Myers v. Jenkins

63 Ohio St. (N.S.) 101
CourtOhio Supreme Court
DecidedJune 19, 1900
StatusPublished

This text of 63 Ohio St. (N.S.) 101 (Myers v. Jenkins) is published on Counsel Stack Legal Research, covering Ohio Supreme Court primary law. Counsel Stack provides free access to over 12 million legal documents including statutes, case law, regulations, and constitutions.

Bluebook
Myers v. Jenkins, 63 Ohio St. (N.S.) 101 (Ohio 1900).

Opinion

Burket, J.

It is urged by counsel for defendant in error that the record does not show that the bill of exceptions was filed in the circuit court. The record [115]*115shows that eight original papers were filed in the circuit court, and the bill of exceptions being an original paper under section 6716, Revised Statutes, it sufficiently appears by the record that it was filed in that court. It is further urged that the record does not show that the demurrer to the amended petition was filed in the court of common pleas. The journal of January 30,1896, recites as follows: “This day came the parties and this cause came on for hearing upon the separate demurrers filed by the several defendants to the amended petition of plaintiff and was argued by counsel.” It cannot be presumed that a court and counsel on both sides would hear, argue and pass upon a demurrer which had never been filed. And as this demurrer has been argued by counsel and decided by the court, and bears the file mark of the clerk, we are satisfied it was filed, and that the omission of its filing from the printed record is the result of some oversight or mistake.

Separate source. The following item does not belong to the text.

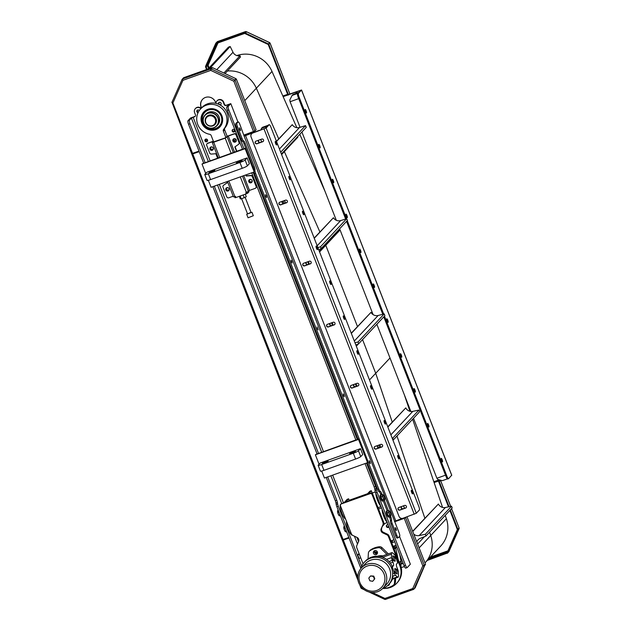 <?xml version="1.0" encoding="UTF-8"?>
<svg xmlns="http://www.w3.org/2000/svg" width="631" height="631" viewBox="0 0 631 631"><rect width="100%" height="100%" fill="white"/><g stroke="black" fill="none" stroke-linecap="round" stroke-linejoin="round"><path stroke-width="0.95" d="M353.147 451.875L355.505 451.346L349.645 453.626L353.147 451.875M238.644 162.341L236.286 162.869L242.138 160.589L238.644 162.341M325.825 461.616L328.183 461.087L322.331 463.367L325.825 461.616M211.33 172.082L208.971 172.61L214.824 170.331L211.33 172.082M204.775 174.558L207.047 180.379A4.717 0.56 -21.3 0 0 210.58 179.583L208.317 173.762A4.717 0.56 158.7 0 1 204.775 174.558A4.717 0.56 158.7 0 1 204.854 174.385L206.85 172.255L247.107 157.892L249.371 163.713L247.384 165.843L245.112 160.029A4.717 0.56 158.7 0 1 239.946 162.482L242.209 168.303A4.717 0.56 -21.3 0 0 247.384 165.843M208.317 173.762L239.946 162.482M245.112 160.029L247.107 157.892M242.209 168.303L210.58 179.583M318.142 465.323L320.406 471.136A4.717 0.56 -21.3 0 0 323.948 470.34L321.676 464.519A4.717 0.56 158.7 0 1 318.142 465.323A4.717 0.56 158.7 0 1 318.221 465.142L320.209 463.012L360.467 448.657L362.738 454.47L360.743 456.607L358.479 450.786A4.717 0.56 158.7 0 1 353.305 453.239L355.576 459.06A4.717 0.56 -21.3 0 0 360.743 456.607M321.676 464.519L353.305 453.239M358.479 450.786L360.467 448.657M355.576 459.06L323.948 470.34M242.485 149.2L205.17 162.711L189.978 123.747A3.139 0.749 -109.6 0 1 189.418 120.229L187.983 120.742A3.139 0.749 70.4 0 0 188.543 124.26L189.978 123.747M355.845 439.957L318.537 453.468L214.311 186.153M386.858 525A1.412 1.365 -137 0 0 388.901 526.909M388.925 526.877A1.412 1.365 43 0 1 386.598 526.861A1.412 1.365 43 0 1 388.112 524.787M226.797 187.975A1.412 1.365 -137 0 0 228.84 189.884M228.185 190.388A1.412 1.365 43 0 1 226.647 188.117A1.412 1.365 43 0 1 228.611 188.085A1.412 1.365 43 0 1 228.185 190.388M210.928 147.268A1.412 1.365 -137 0 0 212.97 149.176M212.316 149.681A1.412 1.365 43 0 1 210.77 147.409A1.412 1.365 43 0 1 212.734 147.378A1.412 1.365 43 0 1 212.316 149.681M205.367 139.317A1.412 1.365 -137 0 0 207.41 141.218M206.763 141.73A1.412 1.365 43 0 1 205.217 139.459A1.412 1.365 43 0 1 207.181 139.427A1.412 1.365 43 0 1 206.763 141.73M218.87 102.537A1.412 1.365 -137 0 0 220.913 104.446M218.492 104.186A1.412 1.365 43 0 1 220.684 102.648A1.412 1.365 43 0 1 220.148 104.991M197.306 110.228A1.412 1.365 -137 0 0 198.221 112.389M198.063 112.712A1.412 1.365 43 0 1 197.148 110.37A1.412 1.365 43 0 1 199.301 110.551M232.689 129.576A1.412 1.365 -137 0 0 234.732 131.477M234.077 131.989A1.412 1.365 43 0 1 232.531 129.71A1.412 1.365 43 0 1 234.495 129.678A1.412 1.365 43 0 1 234.077 131.989M233.927 139.065A1.412 1.365 -137 0 0 235.978 140.973M235.324 141.478A1.412 1.365 43 0 1 233.778 139.206A1.412 1.365 43 0 1 235.742 139.175A1.412 1.365 43 0 1 235.324 141.478M249.805 179.772A1.412 1.365 -137 0 0 251.848 181.681M251.193 182.185A1.412 1.365 43 0 1 249.647 179.914A1.412 1.365 43 0 1 251.611 179.882A1.412 1.365 43 0 1 251.193 182.185M401.19 563.073A1.412 1.365 -137 0 0 403.075 563.254M401.032 561.345A1.412 1.365 -137 0 0 401.016 561.369A1.412 1.365 43 0 1 402.278 561.133M403.099 563.223A1.412 1.365 43 0 1 401.206 563.625M391.244 541.635L392.608 541.343L391.409 542.061M377.275 551.746L375.54 552.37M360.727 557.851L359.063 558.451L357.698 554.957L359.37 554.365M396.087 545.239L393.066 546.32M391.709 542.834L394.722 541.753M390.944 540.862L393.957 539.789M357.698 554.957L359.039 553.521M226.482 105.18L230.796 103.642L228.233 106.387L226.797 106.899L228.816 104.707L226.482 105.18A1.57 1.514 43 0 1 224.478 104.241L224.194 104.549A1.57 1.514 -137 0 0 226.198 105.487M224.194 104.549L223.342 102.364L223.634 102.056L224.478 104.241M215.889 103.366A3.928 3.786 43 0 1 223.342 102.364M195.287 116.222A1.57 1.514 43 0 1 194.853 116.459L194.569 116.767A1.57 1.514 -137 0 0 195.444 114.803L194.593 112.618A3.928 3.786 43 0 1 200.863 108.658M194.569 116.767L191.414 118.1L189.418 120.229M404.416 566.528L402.893 567.072A3.139 3.029 43 0 1 401.064 567.143M327.67 476.91L336.765 500.241L335.329 500.754A3.139 0.749 -109.6 0 1 335.968 502.986L337.404 502.473A3.139 0.749 70.4 0 0 336.765 500.241M337.404 502.473L337.64 503.932L336.197 504.445A3.139 0.749 70.4 0 0 336.836 506.677L360.869 568.334M361.681 566.204L338.271 506.165A3.139 0.749 -109.6 0 1 337.64 503.932M367.573 462.681L358.503 439.421L359.078 438.805L368.141 462.066L367.573 462.681L324.444 478.061L321.7 471.034M359.078 438.805L355.916 440.138L251.69 172.823M317.022 453.799L315.374 454.801L358.503 439.421M212.876 186.666L317.093 453.981L318.537 453.468M315.374 454.801L319.057 464.25M254.214 171.924L245.143 148.664L245.711 148.048L254.782 171.309L254.214 171.924L211.077 187.304L208.34 180.277M237.146 122.319A3.139 0.749 70.4 0 0 237.051 122.327A3.139 0.749 70.4 0 0 236.972 122.382L235.781 123.66A3.139 0.749 70.4 0 0 236.341 127.178L240.947 138.994A3.139 0.749 70.4 0 0 242.47 141.352A3.139 0.749 -109.6 0 1 244 143.71L245.696 148.056L242.556 149.381L227.365 110.417L228.801 109.904L243.992 148.869M203.663 163.043L202.015 164.044L245.143 148.664M188.543 124.26L203.734 163.224L205.17 162.711M202.015 164.044L205.698 173.486M399.533 536.437L410.363 564.201L407.232 567.561A3.139 0.749 -109.6 0 1 407.153 567.616A3.139 0.749 -109.6 0 1 405.528 565.266L404.092 565.778A3.139 0.749 70.4 0 0 405.717 568.129A3.139 0.749 70.4 0 0 405.796 568.074M404.092 565.778L375.65 492.835L377.093 492.322A3.139 0.749 -109.6 0 1 376.455 490.09L375.019 490.602A3.139 0.749 70.4 0 0 375.65 492.835M375.019 490.602L374.782 489.143L376.226 488.631L376.455 490.09M366.493 463.067L375.587 486.398L374.151 486.911A3.139 0.749 -109.6 0 1 374.782 489.143M374.151 486.911L365.057 463.58M226.797 106.899A3.139 0.749 70.4 0 0 227.365 110.417M253.126 172.31L357.351 439.626M187.983 120.742L190.538 117.997L194.853 116.459M336.197 504.445L335.968 502.986M335.329 500.754L326.235 477.422L335.582 501.456M201.147 108.351A3.928 3.786 -137 0 0 195.602 108.351L195.31 108.658M223.634 102.056A3.928 3.786 -137 0 0 217.167 100.66L216.883 100.968M237.958 122.004L230.796 103.642M376.226 488.631A3.139 0.749 70.4 0 0 375.587 486.398M405.528 565.266L377.093 492.322M228.801 109.904A3.139 0.749 -109.6 0 1 228.233 106.387M205.572 122.58A5.498 5.3 -137 0 0 214.627 124.544A5.498 5.3 -137 0 0 214.225 116.909A5.498 5.3 -137 0 0 205.572 122.58M205.801 122.54A5.182 5.001 43 0 1 211.298 115.852A5.182 5.001 43 0 1 214.54 124.157A5.182 5.001 43 0 1 205.801 122.54M205.17 139.806A25.461 24.546 -137 0 0 207.623 140.705M233.399 131.666A24.199 23.331 -137 0 0 234.645 129.844M388.775 526.491A26.084 25.153 -137 0 0 387.371 526.995M396.67 546.73L395.661 547.889L398.248 559.61M375.895 552.653L377.417 552.109M395.661 547.889L394.541 548.016L393.776 546.067M395.298 548.039L393.831 548.268M400.945 566.709L400.937 560.92L399.778 554.704M248.795 191.154L249.016 191.737L247.652 193.204L246.271 193.851L235.923 197.542L235 197.716L234.606 196.691M235.923 197.542L235.473 196.383L233.509 196.84M246.271 193.851L245.822 192.692L246.398 192.487L240.308 176.877M247.652 193.204L247.242 192.155M207.007 143.797L207.236 143.552A1.57 1.514 43 0 1 207.812 143.174L207.583 143.418A1.57 1.514 -137 0 0 206.716 145.382L209.705 153.041A1.57 1.514 -137 0 0 211.314 154.067L215.857 153.719L217.561 158.089M223.516 185.372A1.57 1.514 -137 0 0 223.287 185.569L223.516 185.325A1.57 1.514 43 0 1 223.745 185.128L227.192 182.793L226.774 181.704M223.287 185.569A1.57 1.514 -137 0 0 223.003 187.155L226.781 196.848A1.57 1.514 -137 0 0 228.785 197.787L233.21 196.209M207.583 143.418L213.341 141.368L212.284 142.535L213.696 142.22L225.196 138.118L228.288 136.036L234.527 152.039M228.099 190.996A1.806 1.743 -137 0 0 228.635 188.054A1.806 1.743 -137 0 0 225.993 190.278A1.806 1.743 -137 0 0 228.099 190.996M212.229 150.288A1.806 1.743 -137 0 0 212.765 147.346A1.806 1.743 -137 0 0 210.123 149.579A1.806 1.743 -137 0 0 212.229 150.288M207.812 143.174L213.373 141.194M223.745 185.128L227.168 182.722M228.879 190.428A1.806 1.743 43 0 1 226.245 187.975M213.01 149.721A1.806 1.743 43 0 1 210.375 147.268M236.546 151.322L234.835 146.952L238.51 144.373A1.57 1.514 -137 0 0 238.747 144.168L238.968 143.923A1.57 1.514 43 0 0 239.259 142.338L236.27 134.679A1.57 1.514 43 0 0 234.267 133.74L227.365 136.201L225.425 137.874L213.633 141.872M246.398 192.487L249.49 190.404L255.239 188.353A1.57 1.514 -137 0 0 256.107 186.39L252.329 176.696A1.57 1.514 -137 0 0 250.72 175.67L246.177 176.025L245.751 174.937M243.74 175.655L249.49 190.404M238.747 144.168A1.57 1.514 -137 0 0 239.031 142.582L236.049 134.924A1.57 1.514 -137 0 0 234.038 133.985L228.288 136.036M251.106 182.793A1.806 1.743 -137 0 0 251.643 179.851A1.806 1.743 -137 0 0 248.993 182.075A1.806 1.743 -137 0 0 251.106 182.793M235.237 142.085A1.806 1.743 -137 0 0 235.773 139.143A1.806 1.743 -137 0 0 233.123 141.376A1.806 1.743 -137 0 0 235.237 142.085M255.823 187.975L256.052 187.73A1.57 1.514 43 0 0 256.336 186.145L252.558 176.451A1.57 1.514 43 0 0 250.949 175.426L246.398 175.781L246.035 174.834M236.822 151.219L235.095 146.771M251.879 182.225A1.806 1.743 43 0 1 249.253 179.772M236.01 141.518A1.806 1.743 43 0 1 233.383 139.065M239.315 196.336L240.301 198.868L241.287 198.883L246.279 196.738L245.293 194.206M243.164 194.963L244.276 197.819M240.174 196.028L241.287 198.883M251.958 212.245L253.315 215.731L248.046 217.79L246.689 214.295L250.988 212.355M247.478 213.728L246.689 214.295M241.641 198.757L247.565 213.956L251.083 212.584L245.143 197.353M227.192 136.383L224.636 129.82A1.885 1.814 43 0 1 224.912 127.99L223.658 129.331A1.885 1.814 -137 0 0 223.382 131.161L225.914 137.668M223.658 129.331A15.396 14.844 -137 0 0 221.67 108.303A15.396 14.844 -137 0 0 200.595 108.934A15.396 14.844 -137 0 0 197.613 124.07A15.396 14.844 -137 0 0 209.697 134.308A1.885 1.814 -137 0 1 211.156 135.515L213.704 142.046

There is no promise or obligation on part of the members of the lodge to pay sick benefits to members set out in the petition. The averment is that a disabled member is entitled, under the laws of the order, to receive sick benefits, but there is no averment that he is to receive sick benefits from his fellow members, and the irresistible inference is that he is to receive his benefits from the lodge, and not from the members individually. True he says that there is due to him from the members of the lodge by reason of the premises the sick benefits claimed; but he has set out the premises in the forepart of his petition and those premises show that the benefits are not due from the members but from the lodge; and there is no averment in the petition that the officers are liable to pay sick benefits. The [116]*116laws of the order as pleaded and introduced in evidence, show no obligation upon the members to_ pay sick benefits, either individually or as officers of the lodge. The demurrer to the amended petition should therefore have been sustained as to the officers and members of the lodge, and upon the conceded facts in the case there is no cause of action against them.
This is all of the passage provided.